- Material provided:
----------

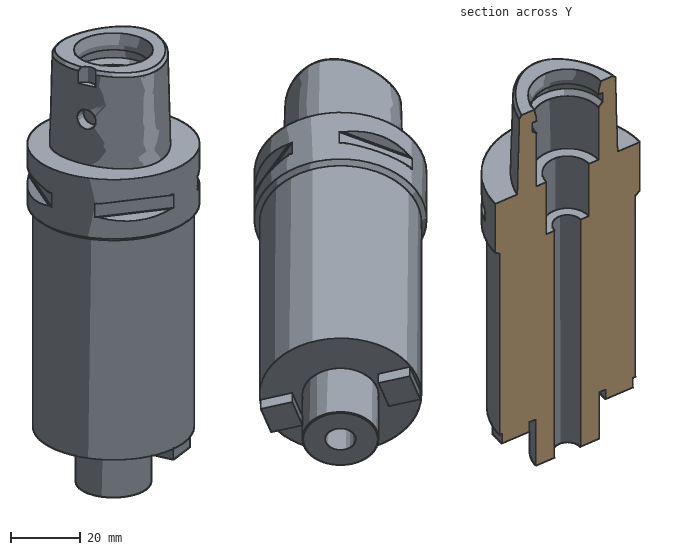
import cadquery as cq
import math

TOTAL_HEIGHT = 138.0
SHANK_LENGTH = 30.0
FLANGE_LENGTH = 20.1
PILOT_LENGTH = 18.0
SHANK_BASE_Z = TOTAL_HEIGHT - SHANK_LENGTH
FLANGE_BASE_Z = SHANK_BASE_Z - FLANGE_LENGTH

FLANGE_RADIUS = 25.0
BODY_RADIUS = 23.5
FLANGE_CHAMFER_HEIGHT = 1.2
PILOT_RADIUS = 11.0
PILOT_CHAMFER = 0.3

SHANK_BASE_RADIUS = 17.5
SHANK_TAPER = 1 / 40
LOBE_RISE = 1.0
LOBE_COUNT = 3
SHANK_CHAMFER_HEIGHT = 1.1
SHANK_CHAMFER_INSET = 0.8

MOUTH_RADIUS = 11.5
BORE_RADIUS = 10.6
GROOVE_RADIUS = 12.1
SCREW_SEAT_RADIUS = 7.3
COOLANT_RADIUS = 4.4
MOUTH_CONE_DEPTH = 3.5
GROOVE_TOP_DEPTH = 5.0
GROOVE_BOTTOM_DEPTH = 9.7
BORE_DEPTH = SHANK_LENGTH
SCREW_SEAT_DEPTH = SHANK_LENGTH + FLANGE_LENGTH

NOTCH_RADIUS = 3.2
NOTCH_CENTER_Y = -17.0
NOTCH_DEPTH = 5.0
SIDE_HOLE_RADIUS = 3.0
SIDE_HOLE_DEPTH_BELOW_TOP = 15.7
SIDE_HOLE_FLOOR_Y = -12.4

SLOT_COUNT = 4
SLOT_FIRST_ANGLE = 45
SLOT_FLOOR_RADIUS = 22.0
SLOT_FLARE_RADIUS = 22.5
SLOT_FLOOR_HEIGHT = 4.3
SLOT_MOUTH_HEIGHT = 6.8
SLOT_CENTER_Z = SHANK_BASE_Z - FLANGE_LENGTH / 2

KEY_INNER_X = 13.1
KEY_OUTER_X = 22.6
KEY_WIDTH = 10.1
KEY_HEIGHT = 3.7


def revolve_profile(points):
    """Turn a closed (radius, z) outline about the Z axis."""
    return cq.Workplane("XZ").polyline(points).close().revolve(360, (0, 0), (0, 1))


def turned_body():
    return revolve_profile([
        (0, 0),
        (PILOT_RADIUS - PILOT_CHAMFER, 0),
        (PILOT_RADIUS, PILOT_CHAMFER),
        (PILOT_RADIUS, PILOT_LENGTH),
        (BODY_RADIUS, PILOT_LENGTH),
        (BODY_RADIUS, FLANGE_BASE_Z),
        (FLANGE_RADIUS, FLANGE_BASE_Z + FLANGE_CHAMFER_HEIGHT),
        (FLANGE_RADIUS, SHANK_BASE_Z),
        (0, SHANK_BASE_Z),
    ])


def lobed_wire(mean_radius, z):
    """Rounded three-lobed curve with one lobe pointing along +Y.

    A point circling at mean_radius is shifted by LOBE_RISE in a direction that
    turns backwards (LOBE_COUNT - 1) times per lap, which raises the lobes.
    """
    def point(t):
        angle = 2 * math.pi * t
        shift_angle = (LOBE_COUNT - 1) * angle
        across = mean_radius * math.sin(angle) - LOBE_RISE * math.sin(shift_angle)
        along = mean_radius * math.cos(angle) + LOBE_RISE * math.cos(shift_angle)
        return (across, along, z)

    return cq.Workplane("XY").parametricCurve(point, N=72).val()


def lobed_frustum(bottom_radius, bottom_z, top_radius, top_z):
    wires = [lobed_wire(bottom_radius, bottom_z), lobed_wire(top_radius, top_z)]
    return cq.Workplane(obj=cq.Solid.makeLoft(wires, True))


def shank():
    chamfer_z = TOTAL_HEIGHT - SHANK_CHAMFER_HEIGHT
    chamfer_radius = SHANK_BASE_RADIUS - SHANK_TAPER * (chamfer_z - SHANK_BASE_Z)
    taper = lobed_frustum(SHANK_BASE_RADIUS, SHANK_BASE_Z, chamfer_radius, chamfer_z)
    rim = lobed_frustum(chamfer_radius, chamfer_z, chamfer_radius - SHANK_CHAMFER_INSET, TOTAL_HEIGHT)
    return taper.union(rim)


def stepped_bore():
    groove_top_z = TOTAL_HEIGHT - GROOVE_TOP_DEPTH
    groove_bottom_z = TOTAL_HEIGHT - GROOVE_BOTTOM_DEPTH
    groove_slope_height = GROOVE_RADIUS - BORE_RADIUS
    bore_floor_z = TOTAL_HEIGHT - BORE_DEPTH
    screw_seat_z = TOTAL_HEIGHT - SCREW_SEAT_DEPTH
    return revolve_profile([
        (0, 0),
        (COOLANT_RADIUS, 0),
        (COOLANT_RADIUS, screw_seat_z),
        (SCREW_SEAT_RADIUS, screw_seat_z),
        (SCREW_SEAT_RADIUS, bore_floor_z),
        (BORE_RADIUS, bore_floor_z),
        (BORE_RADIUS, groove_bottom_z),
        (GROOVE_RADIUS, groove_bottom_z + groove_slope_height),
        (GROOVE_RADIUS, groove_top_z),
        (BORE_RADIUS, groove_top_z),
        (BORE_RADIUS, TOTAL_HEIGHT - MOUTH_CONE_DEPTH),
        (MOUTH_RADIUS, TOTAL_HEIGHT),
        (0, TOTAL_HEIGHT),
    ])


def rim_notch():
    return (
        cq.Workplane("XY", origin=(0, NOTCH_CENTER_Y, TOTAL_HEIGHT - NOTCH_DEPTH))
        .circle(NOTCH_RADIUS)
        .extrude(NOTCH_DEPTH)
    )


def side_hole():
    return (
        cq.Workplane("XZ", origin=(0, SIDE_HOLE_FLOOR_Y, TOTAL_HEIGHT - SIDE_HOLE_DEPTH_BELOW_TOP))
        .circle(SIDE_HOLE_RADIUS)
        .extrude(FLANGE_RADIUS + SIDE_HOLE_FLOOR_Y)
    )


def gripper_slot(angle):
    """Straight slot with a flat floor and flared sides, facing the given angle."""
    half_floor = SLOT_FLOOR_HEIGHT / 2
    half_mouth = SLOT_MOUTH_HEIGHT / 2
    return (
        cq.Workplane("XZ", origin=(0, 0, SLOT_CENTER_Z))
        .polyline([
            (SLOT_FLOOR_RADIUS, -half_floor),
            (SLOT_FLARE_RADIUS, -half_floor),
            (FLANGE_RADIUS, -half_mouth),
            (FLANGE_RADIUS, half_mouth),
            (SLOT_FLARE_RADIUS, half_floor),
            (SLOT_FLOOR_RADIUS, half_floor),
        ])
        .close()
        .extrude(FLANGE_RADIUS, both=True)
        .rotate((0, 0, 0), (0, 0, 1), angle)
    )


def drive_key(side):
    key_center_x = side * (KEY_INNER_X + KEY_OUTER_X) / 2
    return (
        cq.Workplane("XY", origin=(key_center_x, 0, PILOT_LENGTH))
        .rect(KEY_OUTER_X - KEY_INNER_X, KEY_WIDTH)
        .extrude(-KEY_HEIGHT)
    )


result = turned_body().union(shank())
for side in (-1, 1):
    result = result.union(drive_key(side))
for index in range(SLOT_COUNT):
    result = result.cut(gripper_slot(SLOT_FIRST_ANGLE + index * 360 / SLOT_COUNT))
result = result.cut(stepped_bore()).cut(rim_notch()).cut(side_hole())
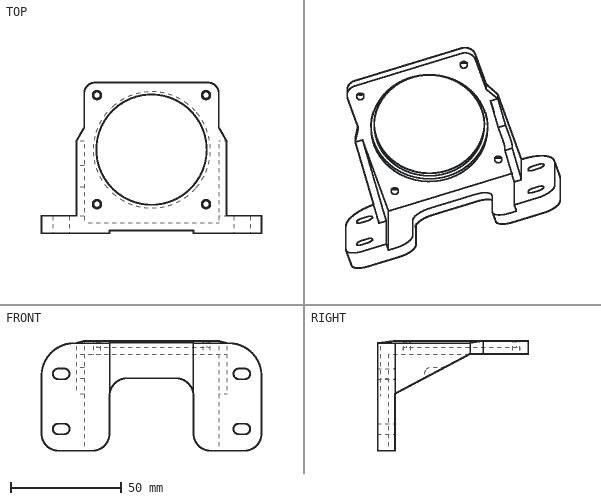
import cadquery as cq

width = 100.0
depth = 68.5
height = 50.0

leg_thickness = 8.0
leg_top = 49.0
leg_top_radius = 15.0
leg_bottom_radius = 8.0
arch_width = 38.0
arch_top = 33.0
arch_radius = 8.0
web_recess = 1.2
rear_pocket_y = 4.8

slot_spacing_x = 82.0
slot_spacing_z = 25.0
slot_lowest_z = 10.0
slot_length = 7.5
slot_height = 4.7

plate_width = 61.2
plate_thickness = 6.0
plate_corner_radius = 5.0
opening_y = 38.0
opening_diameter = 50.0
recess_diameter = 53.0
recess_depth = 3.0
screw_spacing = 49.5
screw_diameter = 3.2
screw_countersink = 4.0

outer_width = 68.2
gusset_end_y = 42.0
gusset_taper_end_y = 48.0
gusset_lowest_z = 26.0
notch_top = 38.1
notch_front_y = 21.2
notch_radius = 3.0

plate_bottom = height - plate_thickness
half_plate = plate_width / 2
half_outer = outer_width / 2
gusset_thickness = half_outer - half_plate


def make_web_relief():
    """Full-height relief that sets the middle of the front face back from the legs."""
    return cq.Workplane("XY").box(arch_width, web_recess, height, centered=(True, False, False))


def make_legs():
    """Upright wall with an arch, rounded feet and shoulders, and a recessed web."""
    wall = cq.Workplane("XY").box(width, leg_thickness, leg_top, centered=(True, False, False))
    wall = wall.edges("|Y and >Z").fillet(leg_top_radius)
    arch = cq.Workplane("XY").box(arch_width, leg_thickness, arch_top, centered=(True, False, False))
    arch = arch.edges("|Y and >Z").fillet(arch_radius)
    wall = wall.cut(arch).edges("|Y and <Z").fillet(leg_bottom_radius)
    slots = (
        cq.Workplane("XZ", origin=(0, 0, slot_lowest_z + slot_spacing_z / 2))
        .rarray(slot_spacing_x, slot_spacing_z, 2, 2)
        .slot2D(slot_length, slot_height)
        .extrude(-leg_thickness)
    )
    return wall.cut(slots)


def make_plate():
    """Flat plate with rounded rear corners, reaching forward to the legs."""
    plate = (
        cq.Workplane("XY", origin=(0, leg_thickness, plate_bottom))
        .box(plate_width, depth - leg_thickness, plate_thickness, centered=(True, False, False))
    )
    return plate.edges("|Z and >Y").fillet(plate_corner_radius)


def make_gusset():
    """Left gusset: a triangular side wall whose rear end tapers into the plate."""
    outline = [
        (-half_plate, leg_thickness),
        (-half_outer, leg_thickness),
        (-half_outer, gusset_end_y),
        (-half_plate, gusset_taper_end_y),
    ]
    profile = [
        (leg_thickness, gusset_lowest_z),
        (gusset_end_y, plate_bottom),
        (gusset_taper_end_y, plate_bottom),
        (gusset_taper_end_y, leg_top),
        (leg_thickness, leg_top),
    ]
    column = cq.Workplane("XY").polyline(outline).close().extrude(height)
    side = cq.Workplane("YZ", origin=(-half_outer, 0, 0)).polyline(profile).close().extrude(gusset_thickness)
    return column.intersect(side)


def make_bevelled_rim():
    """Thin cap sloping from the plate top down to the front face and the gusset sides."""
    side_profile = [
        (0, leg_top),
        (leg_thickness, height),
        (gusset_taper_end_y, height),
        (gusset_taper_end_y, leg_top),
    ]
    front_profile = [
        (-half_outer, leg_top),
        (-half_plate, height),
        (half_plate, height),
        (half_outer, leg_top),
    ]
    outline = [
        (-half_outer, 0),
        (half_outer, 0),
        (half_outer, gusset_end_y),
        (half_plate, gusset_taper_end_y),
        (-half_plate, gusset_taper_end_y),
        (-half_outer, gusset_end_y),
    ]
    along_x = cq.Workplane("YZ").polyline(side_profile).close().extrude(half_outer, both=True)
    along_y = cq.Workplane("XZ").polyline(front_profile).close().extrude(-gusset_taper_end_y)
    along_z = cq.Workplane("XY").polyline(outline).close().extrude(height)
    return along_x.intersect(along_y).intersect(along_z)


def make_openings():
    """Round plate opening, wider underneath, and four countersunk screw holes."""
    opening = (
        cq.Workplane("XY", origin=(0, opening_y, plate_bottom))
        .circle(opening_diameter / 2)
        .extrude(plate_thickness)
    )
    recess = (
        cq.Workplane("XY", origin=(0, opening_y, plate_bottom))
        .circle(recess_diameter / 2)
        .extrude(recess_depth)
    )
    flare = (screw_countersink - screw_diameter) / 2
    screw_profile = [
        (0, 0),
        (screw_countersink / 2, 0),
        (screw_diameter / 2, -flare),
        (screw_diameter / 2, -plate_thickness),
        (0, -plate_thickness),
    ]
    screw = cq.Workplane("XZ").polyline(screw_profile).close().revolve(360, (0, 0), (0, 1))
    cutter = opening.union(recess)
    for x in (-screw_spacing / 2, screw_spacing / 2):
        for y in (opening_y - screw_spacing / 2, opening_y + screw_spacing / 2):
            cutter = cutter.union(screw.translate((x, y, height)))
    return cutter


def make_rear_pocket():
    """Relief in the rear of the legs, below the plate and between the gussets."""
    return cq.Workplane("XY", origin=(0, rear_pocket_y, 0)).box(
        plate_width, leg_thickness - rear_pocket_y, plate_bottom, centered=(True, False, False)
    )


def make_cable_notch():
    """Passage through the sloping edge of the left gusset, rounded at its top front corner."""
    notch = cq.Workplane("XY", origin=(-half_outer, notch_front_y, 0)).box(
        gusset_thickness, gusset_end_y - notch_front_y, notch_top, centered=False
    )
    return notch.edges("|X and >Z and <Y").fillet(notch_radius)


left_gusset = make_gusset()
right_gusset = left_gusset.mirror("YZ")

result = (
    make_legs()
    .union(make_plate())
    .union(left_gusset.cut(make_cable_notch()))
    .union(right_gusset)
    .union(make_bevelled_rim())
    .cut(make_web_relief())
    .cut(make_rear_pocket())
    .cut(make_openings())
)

----------

- Exercise instructions: Your answer should be a single number: the count of lines in the data that include the word "across".

- Output of the task: 2